Historically 2nd mortgage loans have been very hard to obtain as there was a misconception that those applying would eventually become credit risks because of their poor financial management skills. This simply isn’t true, currently 2nd mortgages are widely available for most applicants even for those who have adverse credit histories.

Here are a few pointers that people must be aware of when applying for a 2nd mortgage. Firstly your home has equity, meaning it has a certain inherent value which banks or lending institutions use to determine how much you are able to borrow. You are almost always never able to borrow more than the equity value of the property. When a mortgage loan is drawn on the full equity of the house a 2nd mortgage loan cannot be applied for unless your first loan was drawn on an equity level which was lower than your current property equity level. Generally what happens is that over time the home’s equity increases of there will be a gap in equity drawn for the first mortgage loan and the equity levels now. It is this gap which enables you to draw a 2nd mortgage loan.

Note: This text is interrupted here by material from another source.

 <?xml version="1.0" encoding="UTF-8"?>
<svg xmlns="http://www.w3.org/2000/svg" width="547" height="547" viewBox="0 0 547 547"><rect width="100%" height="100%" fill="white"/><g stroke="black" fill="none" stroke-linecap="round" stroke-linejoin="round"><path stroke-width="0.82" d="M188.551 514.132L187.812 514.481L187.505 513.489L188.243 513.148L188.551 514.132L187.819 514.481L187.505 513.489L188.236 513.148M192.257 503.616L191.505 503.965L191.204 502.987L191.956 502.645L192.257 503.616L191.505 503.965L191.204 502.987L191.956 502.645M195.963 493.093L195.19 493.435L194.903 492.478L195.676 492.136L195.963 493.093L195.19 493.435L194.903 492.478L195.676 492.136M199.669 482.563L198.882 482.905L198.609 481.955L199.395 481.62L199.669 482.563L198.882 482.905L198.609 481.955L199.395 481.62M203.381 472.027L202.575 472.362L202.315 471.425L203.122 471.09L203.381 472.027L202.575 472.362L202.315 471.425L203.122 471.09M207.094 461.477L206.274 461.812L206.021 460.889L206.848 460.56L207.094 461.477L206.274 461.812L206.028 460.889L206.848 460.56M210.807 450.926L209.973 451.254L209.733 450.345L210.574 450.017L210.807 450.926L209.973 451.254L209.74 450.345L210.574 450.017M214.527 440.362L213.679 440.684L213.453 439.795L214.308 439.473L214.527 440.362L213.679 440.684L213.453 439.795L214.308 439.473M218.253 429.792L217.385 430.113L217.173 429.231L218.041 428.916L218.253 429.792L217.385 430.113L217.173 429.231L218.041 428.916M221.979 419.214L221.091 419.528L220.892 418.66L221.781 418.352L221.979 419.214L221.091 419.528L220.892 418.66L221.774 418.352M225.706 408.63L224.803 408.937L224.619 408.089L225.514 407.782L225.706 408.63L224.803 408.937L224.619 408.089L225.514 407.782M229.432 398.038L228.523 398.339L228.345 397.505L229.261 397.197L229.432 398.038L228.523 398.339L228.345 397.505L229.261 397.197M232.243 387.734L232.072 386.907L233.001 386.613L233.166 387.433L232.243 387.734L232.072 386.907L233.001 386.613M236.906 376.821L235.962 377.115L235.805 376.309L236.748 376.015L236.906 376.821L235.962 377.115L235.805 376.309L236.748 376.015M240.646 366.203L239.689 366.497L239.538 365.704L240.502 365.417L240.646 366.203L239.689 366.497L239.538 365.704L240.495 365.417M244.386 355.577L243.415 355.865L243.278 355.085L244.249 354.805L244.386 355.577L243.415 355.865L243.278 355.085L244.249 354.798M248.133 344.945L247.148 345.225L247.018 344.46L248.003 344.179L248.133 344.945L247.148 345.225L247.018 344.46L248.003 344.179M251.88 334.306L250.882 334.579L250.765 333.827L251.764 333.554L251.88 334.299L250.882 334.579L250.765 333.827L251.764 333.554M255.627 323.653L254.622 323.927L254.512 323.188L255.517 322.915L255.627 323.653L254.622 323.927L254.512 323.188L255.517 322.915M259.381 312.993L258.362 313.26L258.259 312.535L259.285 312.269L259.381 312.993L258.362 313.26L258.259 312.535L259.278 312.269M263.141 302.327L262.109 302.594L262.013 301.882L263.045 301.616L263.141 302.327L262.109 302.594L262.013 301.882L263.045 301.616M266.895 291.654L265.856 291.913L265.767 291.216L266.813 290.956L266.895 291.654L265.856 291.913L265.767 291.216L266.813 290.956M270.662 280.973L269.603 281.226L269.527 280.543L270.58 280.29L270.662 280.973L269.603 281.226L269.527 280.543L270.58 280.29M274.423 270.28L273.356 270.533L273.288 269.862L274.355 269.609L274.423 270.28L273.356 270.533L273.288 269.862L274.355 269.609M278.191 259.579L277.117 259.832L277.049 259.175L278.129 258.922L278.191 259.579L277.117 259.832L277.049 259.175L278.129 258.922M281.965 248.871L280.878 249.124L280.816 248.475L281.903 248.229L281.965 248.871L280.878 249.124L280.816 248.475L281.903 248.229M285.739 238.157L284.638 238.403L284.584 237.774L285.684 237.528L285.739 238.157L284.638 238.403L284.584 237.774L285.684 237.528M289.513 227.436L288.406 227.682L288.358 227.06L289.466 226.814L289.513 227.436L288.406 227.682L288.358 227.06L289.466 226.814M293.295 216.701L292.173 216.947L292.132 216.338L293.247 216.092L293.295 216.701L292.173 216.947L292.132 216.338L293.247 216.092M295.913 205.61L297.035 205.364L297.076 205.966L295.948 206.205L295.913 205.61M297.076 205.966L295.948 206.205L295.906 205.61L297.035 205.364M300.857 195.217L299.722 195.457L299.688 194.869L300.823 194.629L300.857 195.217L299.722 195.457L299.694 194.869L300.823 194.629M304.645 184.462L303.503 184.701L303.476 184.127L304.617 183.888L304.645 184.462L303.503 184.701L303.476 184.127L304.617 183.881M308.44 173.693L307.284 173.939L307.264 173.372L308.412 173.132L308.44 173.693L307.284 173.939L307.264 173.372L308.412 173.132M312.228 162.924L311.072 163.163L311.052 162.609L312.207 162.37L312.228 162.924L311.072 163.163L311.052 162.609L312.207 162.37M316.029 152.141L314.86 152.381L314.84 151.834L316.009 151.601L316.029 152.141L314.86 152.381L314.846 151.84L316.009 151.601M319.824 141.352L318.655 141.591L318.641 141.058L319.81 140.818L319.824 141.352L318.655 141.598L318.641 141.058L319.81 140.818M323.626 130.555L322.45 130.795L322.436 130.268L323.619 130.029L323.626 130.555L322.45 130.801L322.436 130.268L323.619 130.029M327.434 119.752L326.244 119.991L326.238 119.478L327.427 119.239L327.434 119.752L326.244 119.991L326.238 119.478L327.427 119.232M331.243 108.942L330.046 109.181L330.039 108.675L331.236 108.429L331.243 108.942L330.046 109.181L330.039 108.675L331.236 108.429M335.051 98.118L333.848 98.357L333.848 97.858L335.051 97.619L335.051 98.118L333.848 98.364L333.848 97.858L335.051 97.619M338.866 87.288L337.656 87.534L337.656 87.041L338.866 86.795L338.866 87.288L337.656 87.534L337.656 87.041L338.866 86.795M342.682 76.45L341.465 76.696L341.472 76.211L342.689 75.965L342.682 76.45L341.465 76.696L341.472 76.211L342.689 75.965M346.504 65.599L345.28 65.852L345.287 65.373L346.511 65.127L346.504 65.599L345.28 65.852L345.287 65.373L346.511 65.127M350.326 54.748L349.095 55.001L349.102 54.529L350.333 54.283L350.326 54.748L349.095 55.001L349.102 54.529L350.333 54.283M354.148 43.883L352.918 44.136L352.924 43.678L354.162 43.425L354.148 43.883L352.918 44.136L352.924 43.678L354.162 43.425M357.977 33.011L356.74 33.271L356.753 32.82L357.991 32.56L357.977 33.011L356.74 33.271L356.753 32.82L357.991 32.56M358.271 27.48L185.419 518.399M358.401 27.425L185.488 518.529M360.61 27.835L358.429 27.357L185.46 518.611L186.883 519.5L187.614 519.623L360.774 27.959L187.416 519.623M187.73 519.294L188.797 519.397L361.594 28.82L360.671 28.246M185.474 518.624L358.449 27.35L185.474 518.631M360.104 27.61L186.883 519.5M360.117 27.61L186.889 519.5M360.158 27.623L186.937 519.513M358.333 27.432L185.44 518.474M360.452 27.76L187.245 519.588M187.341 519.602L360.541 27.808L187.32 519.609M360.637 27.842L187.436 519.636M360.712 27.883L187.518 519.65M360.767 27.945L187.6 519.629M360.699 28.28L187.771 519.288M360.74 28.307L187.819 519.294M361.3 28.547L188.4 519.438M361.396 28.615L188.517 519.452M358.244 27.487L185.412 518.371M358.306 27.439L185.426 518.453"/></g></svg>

Another thing that applicants should be aware of is the rates at which a 2nd mortgage loan attracts. Unlike a few years ago 2nd mortgage loan rates are greatly reduced from those seen before. The difference in rates between first mortgage loan and second mortgage loan are now negligible. The estimated measurement for 2nd mortgages is the prime lending rate however budget lenders can offer products which might even undercut these rates.

Another option that is frequently used is the conversion of remaining equity into a line of credit (commonly referred to as HELOC). This product although slightly more expensive than a traditional 2nd mortgage grants the applicant unrivalled levels of freedom. They can choose to pay back money to the lender for a reduced monthly interest payment then draw from on the same line of credit if the situation requires.

All up 2nd mortgages are a very acceptable form of loan but it is important that the applicant know what they are doing with the loan with the full intension of paying it back. The ease in which applicants can get the loans now may mean that applicants fall deeper into debt if their finances are not managed properly.